Stuffed Bell Peppers Baked Fusion Recipe
This is a simplified version of traditional stuffed bell peppers that are pan-baked in India
1. Boiled Potatoes: 4 Medium size
2. Sweet peas: ¾ Cup
3. Salt: 1 Tablespoon
4. Cayenne Pepper powder: 2 teaspoon
5. Ginger Powder: ½ teaspoon
6. Cumin Powder: 1 teaspoon
7. Coriander Powder: 1 teaspoon
8. Cinnamon Powder: ½ teaspoon
9. Clove powder: ¼ teaspoon
10. Lemon Juice: 2 teaspoon
11. Water: ¼ cup to moisten stuffing
12. Olive oil: ¼ cup
13. Olive oil: 1 teaspoon to rub outer surface of bell peppers
14. Sweet bell Peppers: 4 units
15. Water: ¼ cup For baking pan
1. Peel boiled potatoes. Mash potatoes to large crumbles about ¼ ". Or use a grater and grate potatoes very coarsely.
2. Add items 2 through 12 to the potatoes. Mix well. This is the stuffing.

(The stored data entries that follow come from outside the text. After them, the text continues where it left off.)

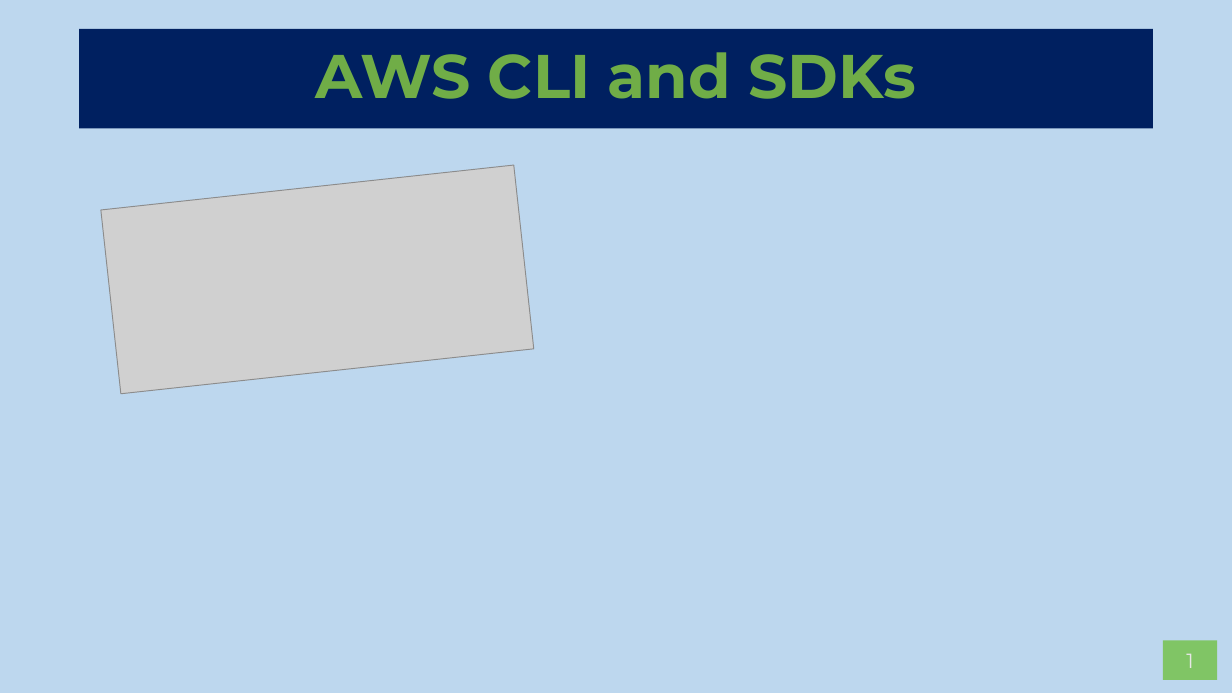
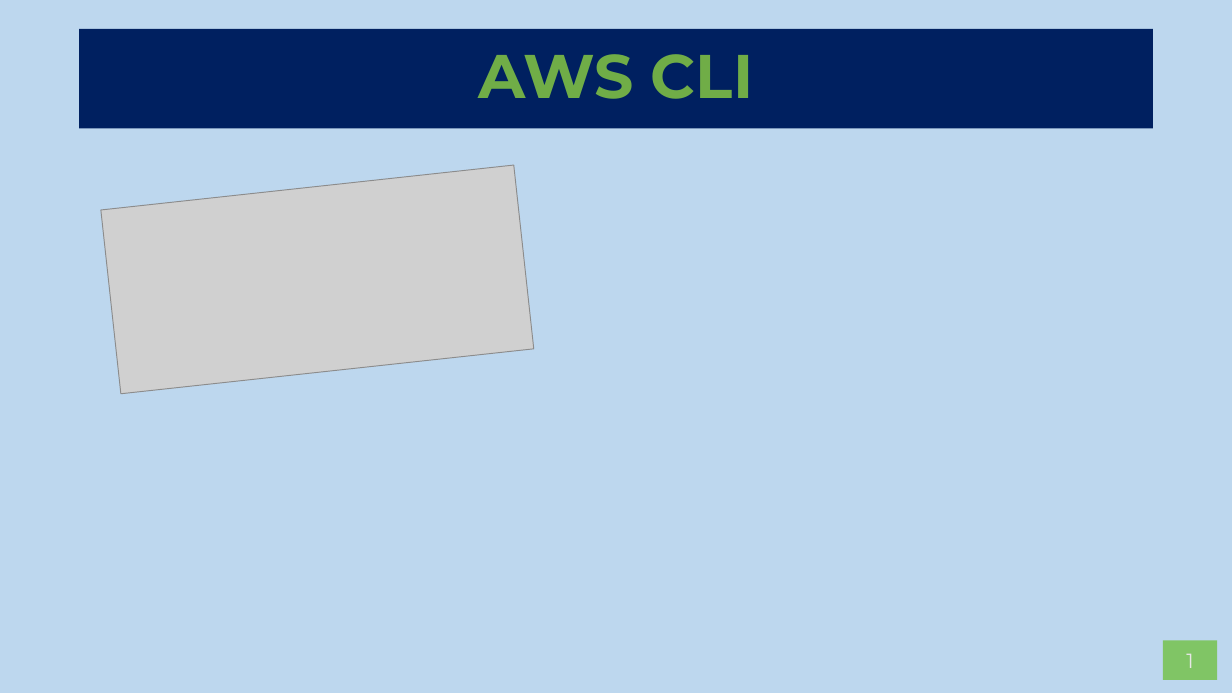
Before and after one commit to AWS-Competence-Group/sessions, a slide deck: slide 1 of 04-aws-cli/04-aws-cli.pptx. Drawn at 1232x693 pixels with LibreOffice and Linux fonts; fonts in the diff are those of the drawing; grey boxes stand for pictures; background and template pictures are left out. Boxes give left, top, right and bottom in pixels: in the first picture for what was removed or moved away, otherwise in the second. Text is boxed around its words. In the diff, an @@ line names an element or a change of style, - is before the commit and + after.

```diff
--- a/04-aws-cli/04-aws-cli.pptx
+++ b/04-aws-cli/04-aws-cli.pptx
@@ title at bbox=[479, 54, 754, 99]: text changed @@
-AWS CLI and SDKs
+AWS CLI
```
Also in this commit, not shown: 1 other slide changed.

3. Cut the bell peppers in half lengthwise. Remove seeds and the white membrane. Stuff the pepper halves. Rub some oil to the outer skin of the peppers. Place the peppers in a baking pan. Add 4 Tablespoons of water. Cover with Aluminum foil.
4. Preheat oven to 375º F. Bake peppers for 20 minutes.